2012年11月20日 15時39分54秒 | 台東区・歴史散策
このところの朝晩の冷え込みで都内でもようやく木々の葉の色づきが進んでいるようです。一昨日には都内でも木枯らし1号が吹き、せっかく色づいた葉が無情にも落ちてしまったのではと思いつつ、秋晴れの今日、隅田墨堤界隈の黄葉を探しに出かけてみました。

まずは隅田左岸の向島の古社「三囲社」へ向かうことにしました。花街向島のど真ん中に社を構える三囲社は予想通り、秋色に染まっています。鳥居の向こうの銀杏の大木は今を盛りに黄金色に装いを変えていました。

三囲社の鳥居と黄葉

社殿前に鎮座する三囲のコンコンさんも黄葉の銀杏を眺めながら深まりゆく秋を感じている様子です。

三囲社のコンコンさん
三囲社のコンコンさん
三囲社

三囲社から向島検番通りを進み、言問団子を経由して桜橋を渡り対岸の待乳山聖天様へと向かうことにしました。
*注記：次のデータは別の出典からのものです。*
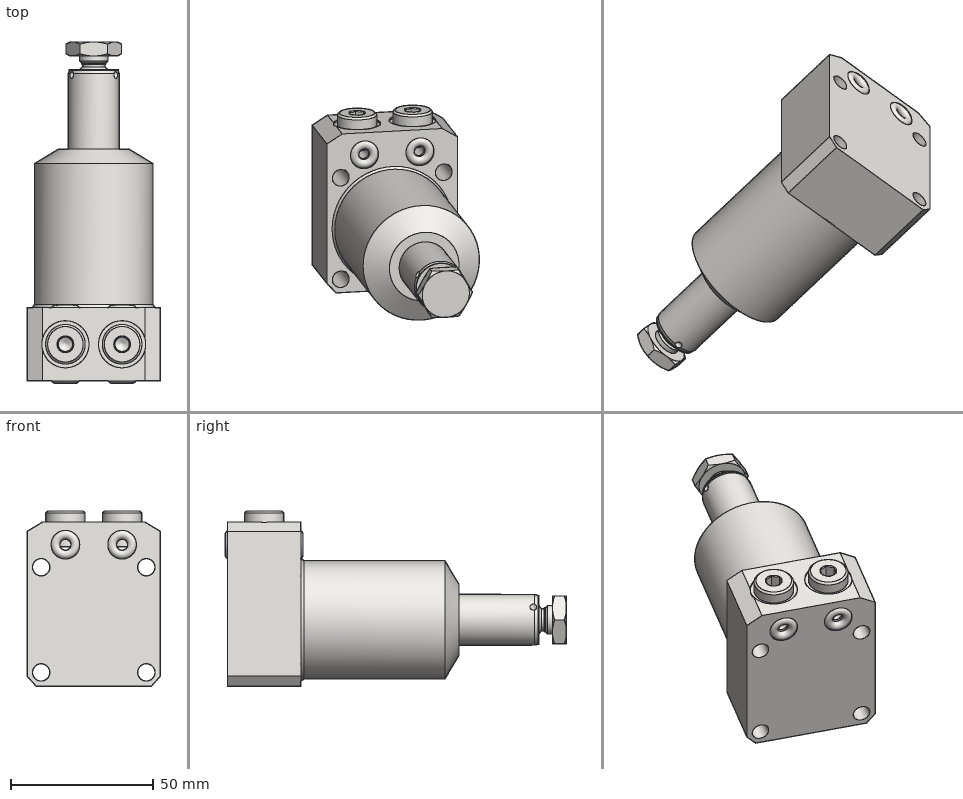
import cadquery as cq
import math


block_width = 47.0
block_thickness = 25.9
block_bottom_z = -23.5
block_top_z = 34.5
top_chamfer_x = 5.5
top_chamfer_z = 3.4
bottom_chamfer_x = 3.2
bottom_chamfer_z = 3.6
mount_hole_offset = 18.5
mount_hole_diameter = 6.0

port_x = 10.0
port_z = 26.5
ring_outer_diameter = 10.1
ring_hole_diameter = 3.8
ring_protrusion = 0.8
ring_tube_radius = (ring_outer_diameter - ring_hole_diameter) / 4
ring_mean_radius = (ring_outer_diameter + ring_hole_diameter) / 4
ring_depth = ring_tube_radius - ring_protrusion
recess_depth = 2 * ring_tube_radius - ring_protrusion

plug_y = block_thickness / 2
plug_top_z = 38.4
plug_tip_z = 25.7
plug_head_diameter = 14.0
plug_chamfer = 0.7
plug_shank_diameter = 9.7
spotface_diameter = 16.6
spotface_depth = 0.6
socket_flats = 5.0
socket_corner_diameter = socket_flats / math.cos(math.pi / 6)
socket_depth = 4.8
socket_mouth_diameter = 5.9
drill_point_angle = 120

barrel_radius = 20.9
collar_radius = 21.6
collar_length = 1.1
barrel_cone_radius = 12.5
barrel_cone_length = 5.0
barrel_end_y = 81.6

rod_radius = 9.0
rod_tip_radius = 8.7
rod_chamfer_length = 1.1
rod_tip_length = 0.5
rod_end_y = 109.8
dimple_diameter = 2.6
dimple_depth = dimple_diameter / 2
dimple_setback = 1.9
dimple_angles = (30, 150, 270)

overall_length = 120.2
screw_end_y = overall_length - ring_protrusion
head_flats = 17.0
head_corner_diameter = head_flats / math.cos(math.pi / 6)
head_thickness = 4.9
head_chamfer_angle = 30
washer_radius = 5.0
washer_length = 1.8
washer_chamfer_length = 0.6
shoulder_radius = 4.3
neck_radius = 4.0
shoulder_length = 0.4
neck_step = 0.2
flare_radius = 4.9
flare_length = 0.8

port_positions = [(-port_x, port_z), (port_x, port_z)]
plug_positions = [(-port_x, plug_y), (port_x, plug_y)]


def along_y(y):
    """Workplane at depth y with local axes X and Z; negative extrusions run toward +Y."""
    return cq.Workplane("XZ", origin=(0, y, 0))


def cylinders_along_y(points, diameter, start_y, end_y):
    """Cylinders parallel to Y through the given (x, z) points."""
    return along_y(start_y).pushPoints(points).circle(diameter / 2).extrude(start_y - end_y)


def make_block():
    side_x = block_width / 2
    right_outline = [
        (side_x - bottom_chamfer_x, block_bottom_z),
        (side_x, block_bottom_z + bottom_chamfer_z),
        (side_x, block_top_z - top_chamfer_z),
        (side_x - top_chamfer_x, block_top_z),
    ]
    left_outline = [(-x, z) for x, z in reversed(right_outline)]
    block = along_y(0).polyline(right_outline + left_outline).close().extrude(-block_thickness)
    mount_points = [
        (x, z)
        for x in (-mount_hole_offset, mount_hole_offset)
        for z in (-mount_hole_offset, mount_hole_offset)
    ]
    return block.cut(cylinders_along_y(mount_points, mount_hole_diameter, 0, block_thickness))


def make_port_cuts():
    """Through ports with an O-ring recess at both ends, and spotfaces around the plugs."""
    ports = cylinders_along_y(port_positions, ring_hole_diameter, 0, block_thickness)
    front_recesses = cylinders_along_y(port_positions, ring_outer_diameter, 0, recess_depth)
    back_recesses = cylinders_along_y(
        port_positions, ring_outer_diameter, block_thickness - recess_depth, block_thickness
    )
    spotfaces = (
        cq.Workplane("XY", origin=(0, 0, block_top_z - spotface_depth))
        .pushPoints(plug_positions)
        .circle(spotface_diameter / 2)
        .extrude(plug_top_z - block_top_z)
    )
    return ports.union(front_recesses).union(back_recesses).union(spotfaces)


def make_plug(x, y):
    """Plug with a chamfered head above the spotface and a shank reaching into the port."""
    seat_z = block_top_z - spotface_depth
    head = (
        cq.Workplane("XY", origin=(x, y, seat_z))
        .circle(plug_head_diameter / 2)
        .extrude(plug_top_z - seat_z)
        .faces(">Z")
        .chamfer(plug_chamfer)
    )
    shank = (
        cq.Workplane("XY", origin=(x, y, plug_tip_z))
        .circle(plug_shank_diameter / 2)
        .extrude(seat_z - plug_tip_z)
    )
    return head.union(shank)


def make_socket(x, y):
    """Hexagon socket with corners toward +Y and -Y, a countersunk mouth and a drill point."""
    hexagon = (
        cq.Workplane("XY", origin=(x, y, plug_top_z))
        .transformed(rotate=(0, 0, 90))
        .polygon(6, socket_corner_diameter)
        .extrude(-socket_depth)
    )
    point_length = socket_flats / 2 / math.tan(math.radians(drill_point_angle / 2))
    drill_point = cq.Solid.makeCone(
        socket_flats / 2,
        0,
        point_length,
        pnt=cq.Vector(x, y, plug_top_z - socket_depth),
        dir=cq.Vector(0, 0, -1),
    )
    mouth_radius = socket_mouth_diameter / 2
    countersink = cq.Solid.makeCone(
        mouth_radius,
        socket_flats / 2,
        mouth_radius - socket_flats / 2,
        pnt=cq.Vector(x, y, plug_top_z),
        dir=cq.Vector(0, 0, -1),
    )
    return hexagon.union(cq.Workplane(drill_point)).union(cq.Workplane(countersink))


def revolve_about_y(profile):
    """Solid of revolution about the Y axis from (radius, y) points, closed along the axis."""
    axis_points = [(0, profile[-1][1]), (0, profile[0][1])]
    outline = cq.Workplane("XY").polyline(profile + axis_points).close()
    return outline.revolve(360, (0, 0, 0), (0, 1, 0))


def make_barrel():
    return revolve_about_y([
        (collar_radius, block_thickness),
        (barrel_radius, block_thickness + collar_length),
        (barrel_radius, barrel_end_y - barrel_cone_length),
        (barrel_cone_radius, barrel_end_y),
    ])


def make_dimple(angle):
    """Conical pit pointing at the rod axis, extended outward past the rod surface."""
    outward = cq.Vector(math.cos(math.radians(angle)), 0, math.sin(math.radians(angle)))
    tip = outward * (rod_radius - dimple_depth) + cq.Vector(0, rod_end_y - dimple_setback, 0)
    cone = cq.Solid.makeCone(0, dimple_diameter, 2 * dimple_depth, pnt=tip, dir=outward)
    return cq.Workplane(cone)


def make_rod():
    rod = revolve_about_y([
        (rod_radius, barrel_end_y),
        (rod_radius, rod_end_y - rod_tip_length - rod_chamfer_length),
        (rod_tip_radius, rod_end_y - rod_tip_length),
        (rod_tip_radius, rod_end_y),
    ])
    for angle in dimple_angles:
        rod = rod.cut(make_dimple(angle))
    return rod


def make_screw():
    """Neck, washer face and chamfered hexagon head with flats toward +Z and -Z."""
    head_start_y = screw_end_y - head_thickness
    washer_start_y = head_start_y - washer_length
    shoulder_end_y = washer_start_y - washer_chamfer_length
    shoulder_start_y = shoulder_end_y - shoulder_length
    neck = revolve_about_y([
        (flare_radius, rod_end_y),
        (neck_radius, rod_end_y + flare_length),
        (neck_radius, shoulder_start_y - neck_step),
        (shoulder_radius, shoulder_start_y),
        (shoulder_radius, shoulder_end_y),
        (washer_radius, washer_start_y),
        (washer_radius, head_start_y),
    ])
    hexagon = along_y(head_start_y).polygon(6, head_corner_diameter).extrude(-head_thickness)
    chamfer_width = (head_corner_diameter - head_flats) / 2
    chamfer_length = chamfer_width * math.tan(math.radians(head_chamfer_angle))
    chamfer_envelope = revolve_about_y([
        (head_flats / 2, head_start_y),
        (head_corner_diameter / 2, head_start_y + chamfer_length),
        (head_corner_diameter / 2, screw_end_y - chamfer_length),
        (head_flats / 2, screw_end_y),
    ])
    return neck.union(hexagon.intersect(chamfer_envelope))


def make_clamp_body():
    """The block with its plugs, barrel, rod and screw as one solid."""
    body = make_block().union(make_barrel()).cut(make_port_cuts())
    for x, y in plug_positions:
        body = body.union(make_plug(x, y)).cut(make_socket(x, y))
    return body.union(make_rod()).union(make_screw())


def make_ring(x, y, z):
    return cq.Solid.makeTorus(
        ring_mean_radius, ring_tube_radius, cq.Vector(x, y, z), cq.Vector(0, 1, 0)
    )


clamp_body = make_clamp_body()

o_rings = []
for ring_y in (ring_depth, block_thickness - ring_depth):
    for ring_x, ring_z in port_positions:
        o_rings.append(make_ring(ring_x, ring_y, ring_z))

result = cq.Compound.makeCompound([clamp_body.solids().val(), *o_rings])

この時期に毎年訪れることにしている聖天様のお山は全山黄金の葉で包まれているのですが…。
聖天様に近づくにつれお山を覆う銀杏の木が見事な黄金色に染まっているのを見ることができました。石段を上り参道へ足を踏み入れると参道の向こうに黄金色に染まる銀杏の葉に包まれた朱色のご本堂が浮かび上がります。

聖天様の狛犬と黄葉

黄金色の銀杏の葉とご本堂の朱色が見事なコントラストを描いています。そして秋の陽射しが黄金色の葉を通して朱色のご本堂に射し込み、まるで黄金色のレースを纏っているかのようです。

本堂と黄葉
本堂と黄葉
境内の黄葉
燈籠と黄葉

そして黄葉の向こうにスカイツリーの尖塔を見ることができました。



この後、言問通りから裏浅草へと回り浅草寺境内へと向かいます。浅草寺そして三社様境内の木々はまだ黄葉が始まっていません。が、時の鐘の周辺の銀杏の葉の色づきは始まっています。

時の鐘と黄葉
弁天堂と黄葉

お江戸の秋はこれからが本番。あちらこちらの秋を探しにお江戸の散策を楽しみたいと思います。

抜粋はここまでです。